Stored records

*** Block opens ***

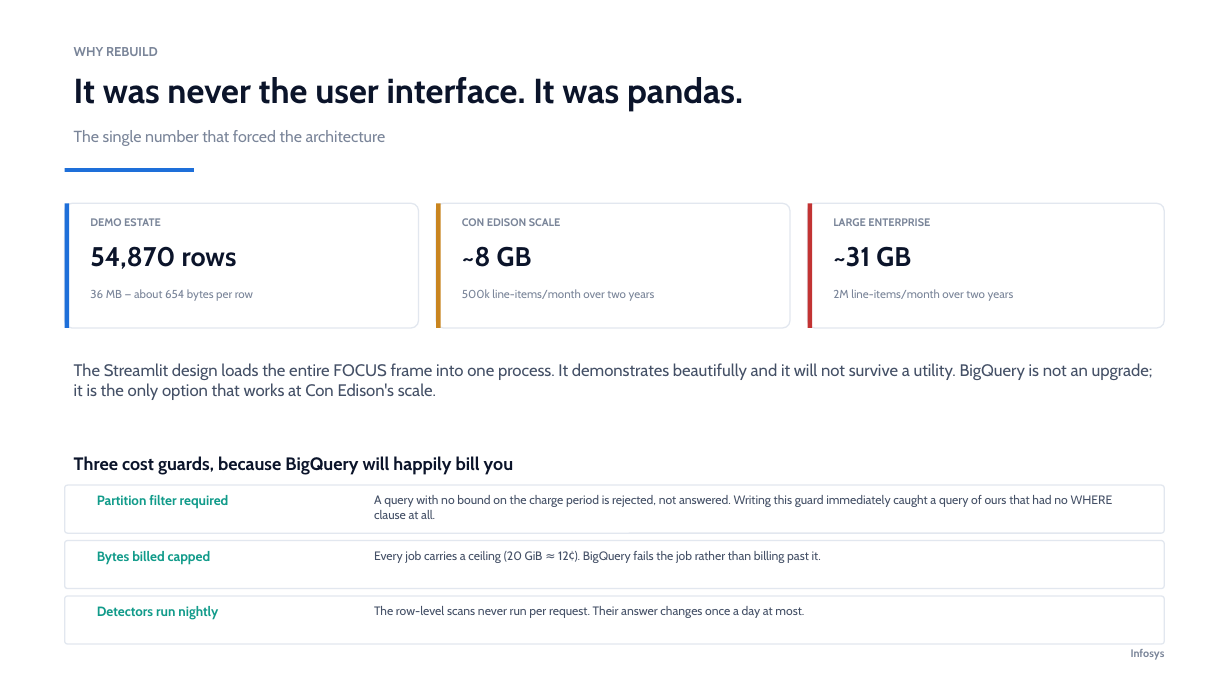
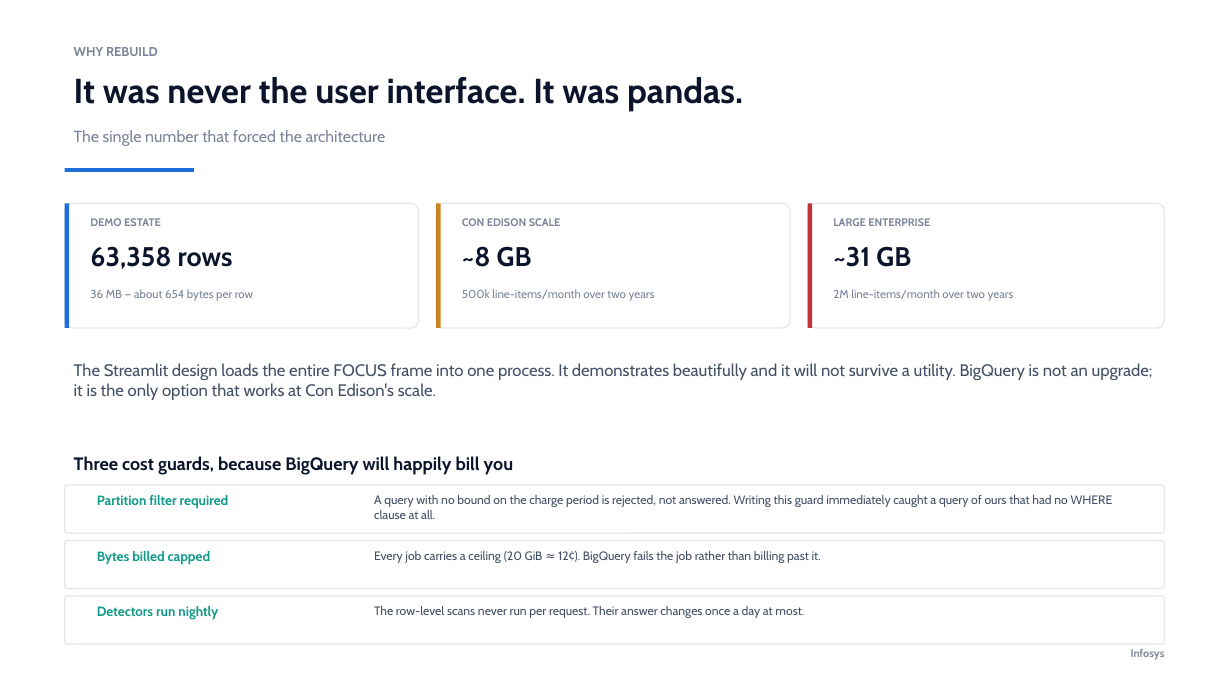
Before and after one commit to ajittgosavii/finops-gcp, a slide deck: slide 7 of Infosys_FinOps_GCP_Platform.pptx. Drawn at 1232x693 pixels with LibreOffice and Linux fonts; fonts in the diff are those of the drawing. Boxes give left, top, right and bottom in pixels: in the first picture for what was removed or moved away, otherwise in the second. Text is boxed around its words. In the diff, an @@ line names an element or a change of style, - is before the commit and + after.

```diff
--- a/Infosys_FinOps_GCP_Platform.pptx
+++ b/Infosys_FinOps_GCP_Platform.pptx
@@ text at (90, 246, 233, 269): text changed @@
-54,870 rows
+63,358 rows
```
Also in this commit, not shown: 14 other slides changed, 24 other files.

*** Block closes ***

Problem requirements: Whenever a line holds a picture, print that line without the picture. All other data must be output exactly.

Written reply:
Before and after one commit to ajittgosavii/finops-gcp, a slide deck: slide 7 of Infosys_FinOps_GCP_Platform.pptx. Drawn at 1232x693 pixels with LibreOffice and Linux fonts; fonts in the diff are those of the drawing. Boxes give left, top, right and bottom in pixels: in the first picture for what was removed or moved away, otherwise in the second. Text is boxed around its words. In the diff, an @@ line names an element or a change of style, - is before the commit and + after.

```diff
--- a/Infosys_FinOps_GCP_Platform.pptx
+++ b/Infosys_FinOps_GCP_Platform.pptx
@@ text at (90, 246, 233, 269): text changed @@
-54,870 rows
+63,358 rows
```
Also in this commit, not shown: 14 other slides changed, 24 other files.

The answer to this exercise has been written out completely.